By taking a set of four cubic curves with parameter \(s\) and using these four curves to generate a set of four control points for any given value of \(s\), and then using these control points to define a parametric curve with parameter \(t\) we can generate a surface called a bicubic patch.
The patch is defined by the sixteen control points defining the four curves, and can be written as
$$Q(s,t)=\begin{pmatrix}t^3&t^2&t&1\end{pmatrix}M\begin{pmatrix}q_1(s)\\q_2(s)\\q_3(s)\\q_4(s)\end{pmatrix}$$
where \(M\) is the matrix describing the cubic curve (e.g. the Bezier matrix from the slides).
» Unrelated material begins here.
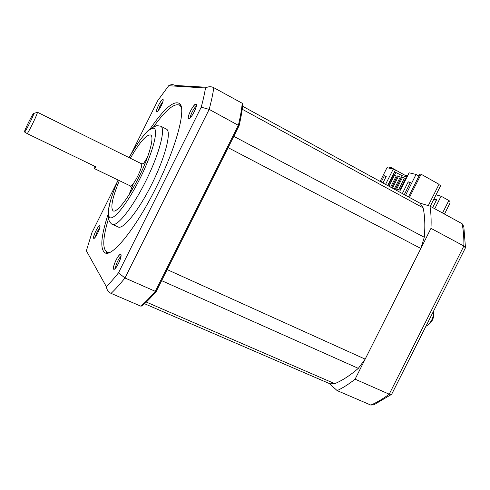 <?xml version="1.0" encoding="UTF-8"?>
<svg xmlns="http://www.w3.org/2000/svg" width="490" height="490" viewBox="0 0 490 490"><rect width="100%" height="100%" fill="white"/><g stroke="black" fill="none" stroke-linecap="round" stroke-linejoin="round"><path stroke-width="0.73" d="M420.083 203.246L423.164 207.864C424.904 216.292 425.277 226.092 424.273 237.264L420.855 248.467L365.166 359.139L358.319 368.358C350.148 375.426 342.29 380.528 334.75 383.664L329.935 383.799L144.532 303.714M164.842 274.235L230.471 142.97M408.464 196.894L419.985 173.975L421.112 174.238L439.016 184.295L428.291 205.616M421.112 174.238L409.45 197.433M388.974 168.119L389.55 166.974L390.524 167.194L406.388 176.026M389.948 168.346L390.524 167.194M406.069 176.657L406.712 175.377L407.698 175.616M405.555 195.308L416.047 174.434L409.101 172.817L400.348 190.23L391.969 187.878M416.047 174.434L418.938 176.057M407.055 176.896L402.259 175.726L394.689 171.923L391.143 178.985M402.345 193.55L408.231 181.839L410.418 182.403L404.287 194.61M401.641 176.945L402.259 175.726M390.646 187.156L396.19 176.124L394.468 175.169L395.975 172.235M381.226 182.011L384.368 175.751L386.089 176.7M390.983 178.899L391.369 179.107M387.657 185.526L395.32 170.269L393.243 169.117L387.014 167.66L380.111 181.398M385.569 184.387L393.243 169.117M384.368 175.751L386.316 176.247L382.953 182.954M408.231 181.839L410.161 182.917M394.487 188.589L400.238 177.129L398.511 176.167L392.545 188.044M391.584 187.67L397.488 175.916L398.511 176.167M398.56 189.728L404.373 178.158L402.627 177.19L396.606 189.183M395.583 188.895L401.592 176.933L402.627 177.19M399.699 190.053L405.775 177.968L406.43 178.133M388.043 185.735L393.47 174.924L394.468 175.169L388.919 186.212M438.869 184.583L440.675 185.6L430.269 206.278M140.814 306.164L142.008 305.968C146.418 302.189 151.165 297.332 156.261 291.403L155.306 291.329L124.968 277.989L209.181 109.38C211.368 101.203 212.905 93.97 213.793 87.686L242.238 103.267C241.631 109.613 240.363 116.883 238.434 125.073L155.306 291.329C150.124 297.387 145.291 302.336 140.814 306.164L111.077 293.375C115.322 289.37 119.952 284.237 124.968 277.989L118.494 272.85C114.127 278.338 110.072 282.926 106.324 286.619L86.363 250.807L91.979 232.523L117.514 181.331M213.793 87.686C211.153 86.326 208.385 86.43 205.488 87.998L168.701 85.726L157.804 100.542L131.063 154.16M205.488 87.998C204.581 93.639 203.16 100.034 201.219 107.188L118.494 272.85M196.006 104.039C193.74 103.353 186.151 118.421 188.528 118.886L188.583 118.905C190.616 119.817 198.113 105.43 196.251 104.162L196.006 104.039M118.47 263.528C120.736 258.683 121.545 255.602 120.877 254.286C119.854 253.949 118.249 255.872 116.063 260.043C113.649 265.231 112.902 268.342 113.815 269.378C114.899 269.353 116.449 267.405 118.47 263.528M93.645 238.275L93.798 238.397C95.158 239.2 101.087 226.895 99.862 225.817L99.819 225.768C98.698 224.346 92.469 236.964 93.645 238.275M108.149 214.075C100.762 236.884 99.85 249.882 105.411 253.067C112.884 256.595 136.294 227.55 156.065 187.59C176.437 147.172 186.482 108.615 179.616 103.562C173.919 100.101 164.034 108.609 149.971 129.078M158.484 105.362C156.72 109.056 156.114 111.218 156.671 111.843C157.645 111.726 159.146 109.729 161.179 105.846C162.845 102.373 163.482 100.236 163.084 99.427C162.178 99.28 160.647 101.258 158.484 105.362M158.319 110.477L159.942 106.036L162.9 101.553M201.219 107.188L209.181 109.38L239.089 125.734L156.261 291.403M239.089 125.734C240.97 117.71 242.207 110.569 242.807 104.315L242.238 103.267M190.377 117.667C189.924 115.585 194.291 107.163 196.251 106.355M115.622 268.024C115.524 266.517 116.228 264.184 117.741 261.023C118.972 258.616 120.05 257.097 120.975 256.46M95.415 236.946C96.163 233.608 97.59 230.594 99.703 227.887M206.958 87.287L175.138 85.438C172.921 84.305 170.777 84.403 168.701 85.726M111.077 293.375C108.382 292.138 106.802 289.884 106.324 286.619M133.543 183.291L128.937 194.922M147.557 157.07L143.386 163.85M119.327 180.62C112.394 197.574 110.305 207.638 113.061 210.816C116.424 213.487 128.509 198.162 138.67 177.594C149.144 156.818 154.595 136.728 150.687 135.013C146.62 134.187 139.84 141.935 130.34 158.246M112.602 224.383L118.066 226.907C122.874 230.196 138.67 210.7 151.961 183.842C165.314 157.021 171.678 131.859 166.563 129.189L166.208 128.999M110.164 252.215L107.402 252.301C102.196 249.6 102.606 238.214 108.639 218.154M153.364 127.161C166.116 109.368 175.065 102.177 180.222 105.589L181.361 107.402M161.155 105.846C162.839 102.324 163.446 100.211 162.98 99.513C162.049 99.507 160.561 101.461 158.509 105.368C156.831 108.872 156.224 110.985 156.684 111.696C157.602 111.714 159.091 109.766 161.155 105.846M194.181 111.812C196.141 107.671 196.784 105.154 196.104 104.248C194.818 104.15 192.931 106.446 190.439 111.138C188.479 115.26 187.842 117.784 188.521 118.703C189.783 118.819 191.67 116.522 194.181 111.812M97.596 233.264C99.513 229.191 100.223 226.723 99.715 225.859C98.937 225.81 97.675 227.47 95.924 230.845C94.007 234.9 93.302 237.368 93.804 238.25C94.57 238.311 95.838 236.652 97.596 233.264M118.445 263.498C120.742 258.561 121.508 255.523 120.736 254.384C119.695 254.237 118.145 256.135 116.087 260.074C113.79 264.98 113.031 268.018 113.803 269.194C114.832 269.347 116.375 267.448 118.445 263.498M33.773 113.337C33.296 112.351 23.765 131.528 24.512 131.969L24.598 131.982C25.48 131.969 34.147 114.519 33.804 113.429L33.773 113.337M24.506 131.969L27.281 133.66C30.588 128.496 37.785 113.3 37.393 112.32L36.983 112.449M94.227 166.043L94.209 168.499L96.212 166.998L27.281 133.66M37.356 112.21L141.194 163.617M94.27 168.529L130.242 185.888C132.661 188.123 144.281 164.707 141.273 163.66M433.607 311.009C433.797 317.655 431.218 322.769 425.877 326.352M433.73 312.467C434.189 317.998 432.113 322.285 427.501 325.342M436.376 200.245L433.687 199.491M329.366 383.554L337.169 390.61C342.963 387.86 348.935 384.05 355.085 379.18L430.973 228.358C431.372 220.2 431.041 212.782 429.969 206.119L419.789 203.087M429.969 206.119L462.125 223.728C463.448 230.435 464.024 237.858 463.859 245.998L389.213 394.187C382.929 398.866 376.792 402.498 370.808 405.077L337.169 390.61M391.78 394.15L389.213 394.187L355.085 379.18M465.439 247.928L463.859 245.998L430.973 228.358M432.676 207.601L436.67 199.657L433.981 198.903M436.033 194.824L441.08 196.178L434.759 208.74M370.808 405.077L374.103 404.685L391.234 394.554M462.125 223.728L463.822 226.607L465.451 247.401M441.08 196.178L448.84 200.496C450.23 201.335 450.414 202.615 449.391 204.342L444.491 214.069M242.225 109.258L423.164 207.864M233.791 136.33L424.273 237.264M228.291 147.735L420.855 248.467M167.323 269.678L365.166 359.139M161.639 280.648L358.319 368.358M146.296 302.061L334.75 383.664M108.345 252.95L108.645 252.454M180.142 105.344L180.473 104.75M106.073 252.816L105.963 253.189M166.563 129.189L160.879 126.249C165.828 128.833 159.275 153.976 145.885 180.877C132.551 207.809 116.883 227.44 112.247 224.224C111.622 224.69 108.394 220.329 108.823 219.202C108.198 217.774 108.07 214.687 108.443 209.947C109.472 202.75 112.682 192.772 118.078 180.02C109.797 199.724 106.881 212.103 109.337 217.156C112.737 221.854 127.32 204.018 140.011 178.507C152.758 153.039 158.895 129.348 153.725 128.184C148.421 128.313 140.22 138.131 129.121 157.639M448.84 200.496L442.543 213.003M242.605 106.25L420.402 203.417M106.177 252.773L106.22 253.214M160.879 126.249C157.357 125.581 155.606 125.544 155.624 126.132C154.203 126.935 154.142 126.438 150.05 129.017C146.381 131.259 137.041 143.056 129.097 157.627M107.402 252.301L105.411 253.067M180.222 105.589L179.616 103.562M188.877 118.892L188.521 118.703M114.164 269.353L113.803 269.194M33.804 113.429L37.393 112.32M141.243 163.642L144.875 163.997M130.218 185.875L132.778 188.583M465.273 248.142L391.884 393.838"/></g></svg>

Here each control point \(q_1(s),\ldots,q_4(s)\) is itself a point on a cubic curve with parameter \(s\), these are the curves shown in red in the figure above. For any value of \(s\) this gives us four control points that are used to define a cubic curve (shown in blue above, with control points as black circles). Varying \(s\) between zero and one and drawing the corresponding curve each time for t between zero and one produces a surface. To draw these surfaces we typically evaluate \(Q(s,t)\) for equally spaced values of \(s\) and \(t\) between zero and one, and then render these as a triangular mesh.